===== Input for this task

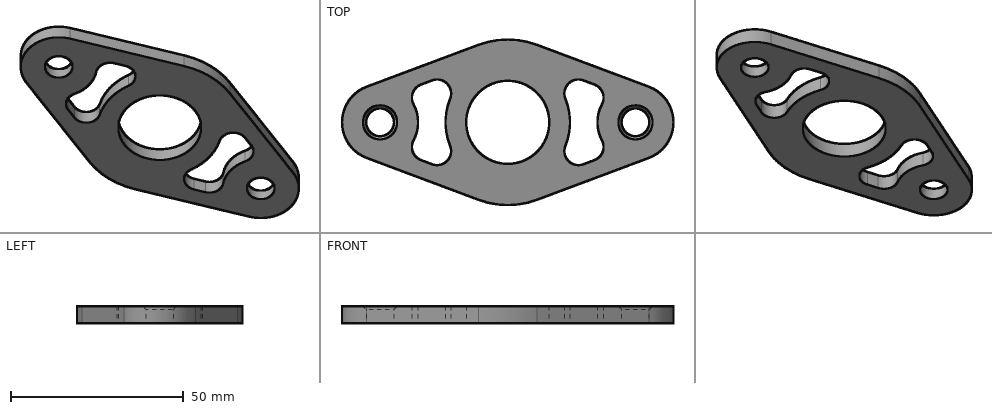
import cadquery as cq
import math

length = 96.0
thickness = 5.0
hub_radius = length / 4
end_radius = 11.0
bore_diameter = 24.0
bolt_hole_diameter = 8.0
bolt_chamfer = 1.0
chamfer_included_angle = 90.0
window_hub_radius = 18.0
window_edge_margin = 5.0
window_corner_radius = 4.0

bolt_offset = length / 2 - end_radius
normal_angle = math.acos((hub_radius - end_radius) / bolt_offset)


def polar(center_x, radius, angle):
    """Point at a radius and angle around a centre on the X axis."""
    return (center_x + radius * math.cos(angle), radius * math.sin(angle))


def mirrored(point):
    """Reflection of a point across the X axis."""
    return (point[0], -point[1])


def plate():
    """Diamond plate whose straight edges are tangent to the hub arcs and end arcs."""
    hub_x, hub_y = polar(0, hub_radius, normal_angle)
    end_x, end_y = polar(bolt_offset, end_radius, normal_angle)
    return (
        cq.Workplane("XY")
        .moveTo(-hub_x, hub_y)
        .threePointArc((0, hub_radius), (hub_x, hub_y))
        .lineTo(end_x, end_y)
        .threePointArc((length / 2, 0), (end_x, -end_y))
        .lineTo(hub_x, -hub_y)
        .threePointArc((0, -hub_radius), (-hub_x, -hub_y))
        .lineTo(-end_x, -end_y)
        .threePointArc((-length / 2, 0), (-end_x, end_y))
        .close()
        .extrude(thickness)
    )


def corner_angle(outer_radius, ring_radius):
    """Angle from the edge normal to a corner centre, seen from the ring centre.

    The corner circle touches the ring from outside and the line set in from the plate edge.
    """
    line_distance = outer_radius - window_edge_margin - window_corner_radius
    return math.acos(line_distance / (ring_radius + window_corner_radius))


def window():
    """Waisted opening on the +X side, between the bore ring and the bolt ring."""
    hub_angle = normal_angle - corner_angle(hub_radius, window_hub_radius)
    bolt_angle = normal_angle + corner_angle(end_radius, end_radius)
    hub_corner_x, hub_corner_y = polar(0, window_hub_radius + window_corner_radius, hub_angle)
    bolt_corner_x, bolt_corner_y = polar(bolt_offset, end_radius + window_corner_radius, bolt_angle)

    def on_hub_corner(angle):
        x, y = polar(hub_corner_x, window_corner_radius, angle)
        return (x, y + hub_corner_y)

    def on_bolt_corner(angle):
        x, y = polar(bolt_corner_x, window_corner_radius, angle)
        return (x, y + bolt_corner_y)

    hub_touch = on_hub_corner(hub_angle + math.pi)
    hub_middle = on_hub_corner((hub_angle + math.pi + normal_angle) / 2)
    hub_line_end = on_hub_corner(normal_angle)
    bolt_line_end = on_bolt_corner(normal_angle)
    bolt_middle = on_bolt_corner((bolt_angle - math.pi + normal_angle) / 2)
    bolt_touch = on_bolt_corner(bolt_angle - math.pi)
    return (
        cq.Workplane("XY")
        .moveTo(*hub_touch)
        .threePointArc(hub_middle, hub_line_end)
        .lineTo(*bolt_line_end)
        .threePointArc(bolt_middle, bolt_touch)
        .threePointArc((bolt_offset - end_radius, 0), mirrored(bolt_touch))
        .threePointArc(mirrored(bolt_middle), mirrored(bolt_line_end))
        .lineTo(*mirrored(hub_line_end))
        .threePointArc(mirrored(hub_middle), mirrored(hub_touch))
        .threePointArc((window_hub_radius, 0), hub_touch)
        .close()
        .extrude(thickness)
    )


result = plate()
result = result.cut(cq.Workplane("XY").circle(bore_diameter / 2).extrude(thickness))

result = (
    result.faces(">Z").workplane(origin=(0, 0, thickness))
    .pushPoints([(-bolt_offset, 0), (bolt_offset, 0)])
    .cskHole(bolt_hole_diameter, bolt_hole_diameter + 2 * bolt_chamfer, chamfer_included_angle)
)

for turn in (0, 180):
    result = result.cut(window().rotate((0, 0, 0), (0, 0, 1), turn))
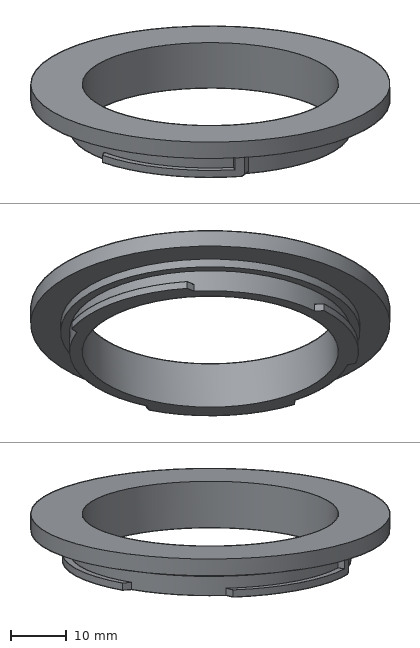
import cadquery as cq
import math

bore_diameter = 46.0
flange_diameter = 64.5
shoulder_diameter = 53.7
body_diameter = 50.5
flange_thickness = 3.1
shoulder_thickness = 1.55
body_height = 4.0

lug_diameter = 53.2
lug_height = 1.35
lug_root_flare = 2.4
root_overlap = 0.3
lug_spans = [(47.5, 107.5), (166.8, 216.7)]
stop_lug_span = (261.9, 321.9)

stop_post_angle = 3.8
stop_chamfer = 0.4


def polar(radius, angle):
    radians = math.radians(angle)
    return radius * math.cos(radians), radius * math.sin(radians)


def ring_sector(start, end, start_flare, end_flare, height):
    """Arc-shaped block on the body wall, its ends flared towards the root."""
    rim = lug_diameter / 2
    wall = body_diameter / 2
    root = wall - root_overlap
    middle = (start + end) / 2
    root_start = start - start_flare
    root_end = end + end_flare
    return (
        cq.Workplane("XY")
        .moveTo(*polar(root, root_start))
        .lineTo(*polar(wall, root_start))
        .lineTo(*polar(rim, start))
        .threePointArc(polar(rim, middle), polar(rim, end))
        .lineTo(*polar(wall, root_end))
        .lineTo(*polar(root, root_end))
        .threePointArc(polar(root, middle), polar(root, root_start))
        .close()
        .extrude(height)
    )


def lug(start, end):
    return ring_sector(start, end, lug_root_flare, lug_root_flare, lug_height)


def stop_lug(start, end):
    """Lug with a full-height post at its end and a chamfered lower corner."""
    post = ring_sector(end - stop_post_angle, end, 0, lug_root_flare, body_height)
    flared_end_x, flared_end_y = polar(body_diameter / 2, end + lug_root_flare)
    rim_end_x, rim_end_y = polar(lug_diameter / 2, end)
    end_edge_middle = ((flared_end_x + rim_end_x) / 2, (flared_end_y + rim_end_y) / 2, 0)
    outline = lug(start, end).union(post)
    return outline.edges(cq.selectors.NearestToPointSelector(end_edge_middle)).chamfer(stop_chamfer)


result = (
    cq.Workplane("XY")
    .circle(body_diameter / 2)
    .extrude(body_height)
    .faces(">Z")
    .workplane()
    .circle(shoulder_diameter / 2)
    .extrude(shoulder_thickness)
    .faces(">Z")
    .workplane()
    .circle(flange_diameter / 2)
    .extrude(flange_thickness)
)

for start_angle, end_angle in lug_spans:
    result = result.union(lug(start_angle, end_angle))
result = result.union(stop_lug(*stop_lug_span))

total_height = body_height + shoulder_thickness + flange_thickness
bore = cq.Workplane("XY").circle(bore_diameter / 2).extrude(total_height)
result = result.cut(bore)
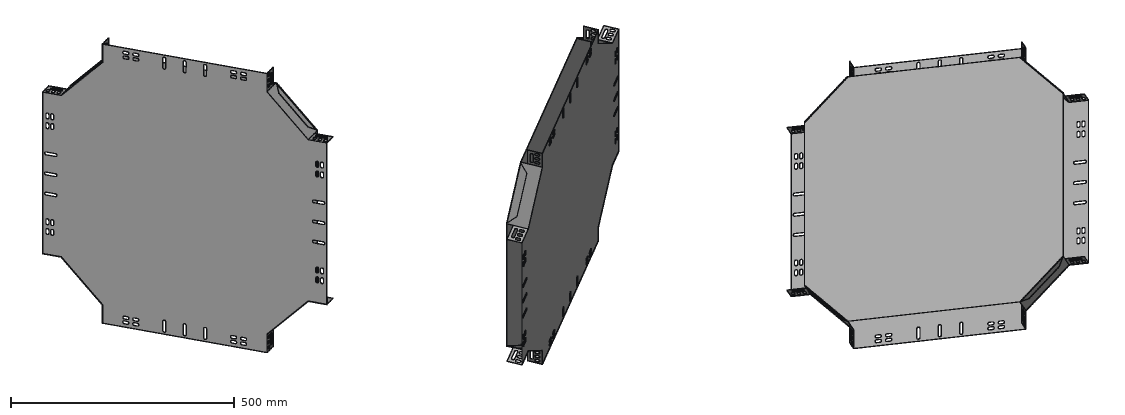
import cadquery as cq
import math

width = 691.0
depth = 52.0
sheet = 1.0

half = width / 2
opening_half = 200.5
strip_length = 45.0
shoulder = half - strip_length

slot_width = 7.0
long_slot_length = 30.0
long_slot_spacing = 50.0
long_slot_inset = 20.0
short_slot_length = 14.5
short_slot_offsets = (119.0, 143.0)
short_slot_insets = (12.0, 23.5)

tab_height = 36.0
tab_slot_length = 29.0
tab_slot_from_tip = 23.5
tab_slot_height = 25.5
tab_hole_length = 12.0
tab_hole_height = 12.5
tab_hole_first = 8.0
tab_hole_spacing = 13.0
tab_hole_count = 3

flap_depth = 20.0

lid_edge_half = opening_half + sheet * math.sqrt(2)

bend_shift = sheet * math.tan(math.radians(22.5))
quarter_turns = [90 * turn for turn in range(4)]


def turned(body, angle):
    """Turn a body about the Y axis through the middle of the part."""
    return body.rotate((0, 0, 0), (0, 1, 0), angle)


def layer(start):
    """Workplane with X across and Z up, at a distance behind the front face."""
    return cq.Workplane("XZ", origin=(0, start, 0))


def prism(points, start, end):
    """Extrude an X-Z outline from one Y position to another."""
    return layer(start).polyline(points).close().extrude(start - end)


def base_plate():
    """Square sheet with a notch and a 45 degree cut at each corner."""
    corner = [
        (-half, opening_half),
        (-shoulder, opening_half),
        (-opening_half, shoulder),
        (-opening_half, half),
    ]
    outline = corner + [(-x, z) for x, z in reversed(corner)]
    outline += [(-x, -z) for x, z in corner]
    outline += [(x, -z) for x, z in reversed(corner)]
    return prism(outline, 0, sheet)


def side_slots():
    """Slots along the upper side of the base."""
    long_places = [(i * long_slot_spacing, half - long_slot_inset) for i in (-1, 0, 1)]
    short_places = [
        (side * offset, half - inset)
        for side in (-1, 1)
        for offset in short_slot_offsets
        for inset in short_slot_insets
    ]
    long_slots = layer(0).pushPoints(long_places).slot2D(long_slot_length, slot_width, 90).extrude(-sheet)
    short_slots = layer(0).pushPoints(short_places).slot2D(short_slot_length, slot_width).extrude(-sheet)
    return long_slots.add(short_slots).combine()


def tab():
    """Slotted tab lying along the lower edge of the upper left notch."""
    tip = cq.Workplane("XY", origin=(-half, 0, opening_half))
    blank = tip.rect(strip_length + bend_shift, tab_height, centered=False).extrude(-sheet)
    slot = tip.center(tab_slot_from_tip, tab_slot_height).slot2D(tab_slot_length, slot_width).extrude(-sheet)
    hole_places = [
        (tab_hole_first + i * tab_hole_spacing, tab_hole_height) for i in range(tab_hole_count)
    ]
    holes = tip.pushPoints(hole_places).slot2D(tab_hole_length, slot_width, 90).extrude(-sheet)
    return blank.cut(slot).cut(holes)


def corner_wall():
    """Wall on the 45 degree edge at the upper left, with a tab at each end."""
    wall = prism(
        [
            (-shoulder, opening_half),
            (-opening_half, shoulder),
            (-opening_half + sheet, shoulder - bend_shift),
            (-shoulder + bend_shift, opening_half - sheet),
        ],
        0,
        depth - sheet,
    )
    side_tab = tab()
    top_tab = side_tab.mirror("XY").rotate((0, 0, 0), (0, 1, 0), 90)
    return wall.union(side_tab).union(top_tab)


def make_tray():
    """Base with four corner walls and their tabs."""
    tray = base_plate()
    for angle in quarter_turns:
        tray = tray.union(turned(corner_wall(), angle))
        tray = tray.cut(turned(side_slots(), angle))
    return tray


def corner_flap():
    """Tapered flap against the outside of the upper left wall."""
    middle = (shoulder + opening_half) / 2
    half_length = (shoulder - lid_edge_half) / math.sqrt(2)
    wall_face = cq.Plane(origin=(-middle, depth, middle), xDir=(1, 0, 1), normal=(-1, 0, 1))
    outline = [
        (-half_length, 0),
        (half_length, 0),
        (half_length - flap_depth, -flap_depth),
        (flap_depth - half_length, -flap_depth),
    ]
    return cq.Workplane(wall_face).polyline(outline).close().extrude(sheet)


def make_lid():
    """Octagonal sheet over the walls, with a flap at each corner."""
    outline = [
        (-shoulder, lid_edge_half),
        (-lid_edge_half, shoulder),
        (lid_edge_half, shoulder),
        (shoulder, lid_edge_half),
        (shoulder, -lid_edge_half),
        (lid_edge_half, -shoulder),
        (-lid_edge_half, -shoulder),
        (-shoulder, -lid_edge_half),
    ]
    lid = prism(outline, depth - sheet, depth)
    for angle in quarter_turns:
        lid = lid.union(turned(corner_flap(), angle))
    return lid


tray = make_tray()
lid = make_lid()
result = cq.Compound.makeCompound([tray.val(), lid.val()])

==========

→ **Problem details**:
Reproduce each line of the material that mentions "lineTo".

→ **Answer to this problem**:
        .lineTo(end_x, end_y)
        .lineTo(hub_x, -hub_y)
        .lineTo(-end_x, -end_y)
        .lineTo(*bolt_line_end)
        .lineTo(*mirrored(hub_line_end))
        .lineTo(*polar(wall, root_start))
        .lineTo(*polar(rim, start))
        .lineTo(*polar(wall, root_end))
        .lineTo(*polar(root, root_end))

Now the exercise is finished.